Instructions to follow: Although the records include pictures, print only the rest, exactly as written.

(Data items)
- Opening Delimiter -

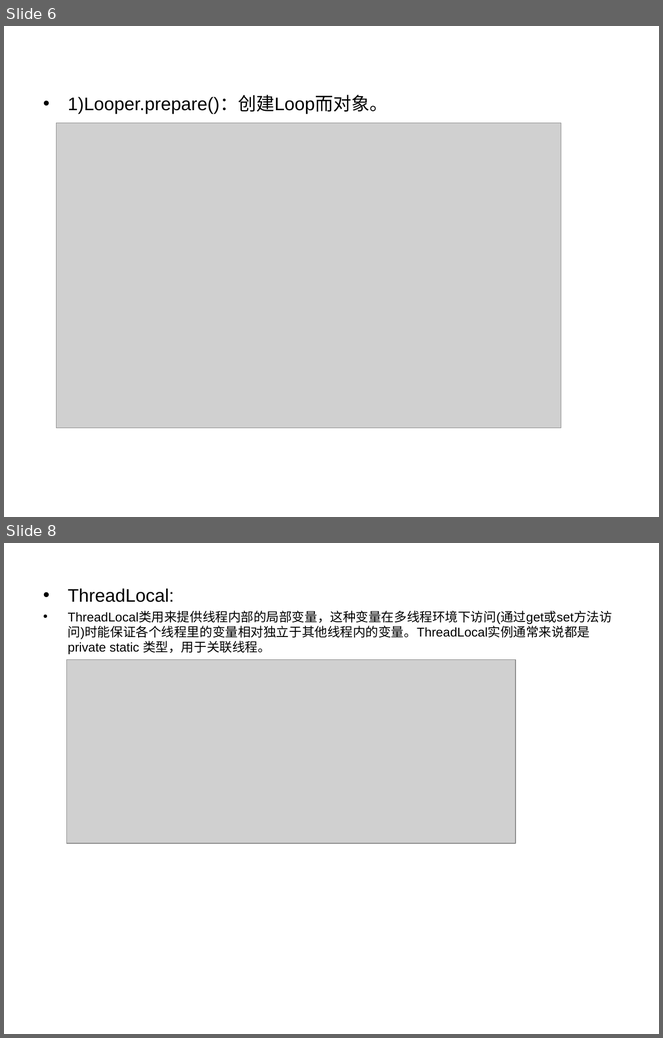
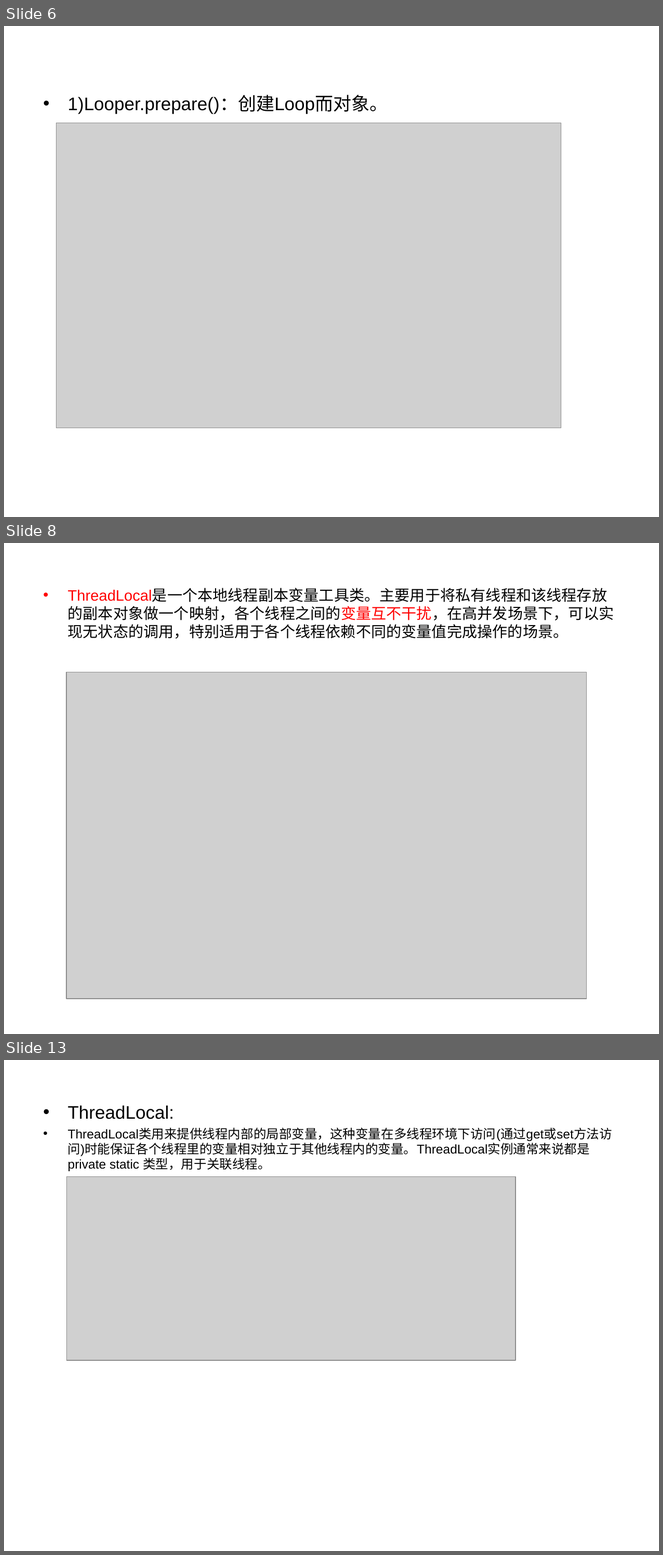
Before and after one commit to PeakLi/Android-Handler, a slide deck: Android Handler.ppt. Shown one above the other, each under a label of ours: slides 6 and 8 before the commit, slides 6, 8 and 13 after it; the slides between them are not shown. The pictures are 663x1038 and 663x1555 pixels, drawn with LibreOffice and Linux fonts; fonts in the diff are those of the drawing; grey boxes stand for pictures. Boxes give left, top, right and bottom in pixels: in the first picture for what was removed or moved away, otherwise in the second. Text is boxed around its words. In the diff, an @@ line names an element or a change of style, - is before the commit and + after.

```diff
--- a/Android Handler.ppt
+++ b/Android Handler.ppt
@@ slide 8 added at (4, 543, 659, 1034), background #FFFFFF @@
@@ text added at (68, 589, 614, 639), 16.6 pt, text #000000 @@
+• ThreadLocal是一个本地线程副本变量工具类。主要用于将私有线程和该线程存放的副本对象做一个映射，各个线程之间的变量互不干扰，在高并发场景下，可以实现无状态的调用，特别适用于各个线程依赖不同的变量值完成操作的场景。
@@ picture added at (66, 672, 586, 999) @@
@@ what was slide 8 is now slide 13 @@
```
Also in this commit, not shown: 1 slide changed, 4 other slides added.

- Closing Delimiter -

Response below:
Before and after one commit to PeakLi/Android-Handler, a slide deck: Android Handler.ppt. Shown one above the other, each under a label of ours: slides 6 and 8 before the commit, slides 6, 8 and 13 after it; the slides between them are not shown. The pictures are 663x1038 and 663x1555 pixels, drawn with LibreOffice and Linux fonts; fonts in the diff are those of the drawing; grey boxes stand for pictures. Boxes give left, top, right and bottom in pixels: in the first picture for what was removed or moved away, otherwise in the second. Text is boxed around its words. In the diff, an @@ line names an element or a change of style, - is before the commit and + after.

```diff
--- a/Android Handler.ppt
+++ b/Android Handler.ppt
@@ slide 8 added at (4, 543, 659, 1034), background #FFFFFF @@
@@ text added at (68, 589, 614, 639), 16.6 pt, text #000000 @@
+• ThreadLocal是一个本地线程副本变量工具类。主要用于将私有线程和该线程存放的副本对象做一个映射，各个线程之间的变量互不干扰，在高并发场景下，可以实现无状态的调用，特别适用于各个线程依赖不同的变量值完成操作的场景。
@@ picture added at (66, 672, 586, 999) @@
@@ what was slide 8 is now slide 13 @@
```
Also in this commit, not shown: 1 slide changed, 4 other slides added.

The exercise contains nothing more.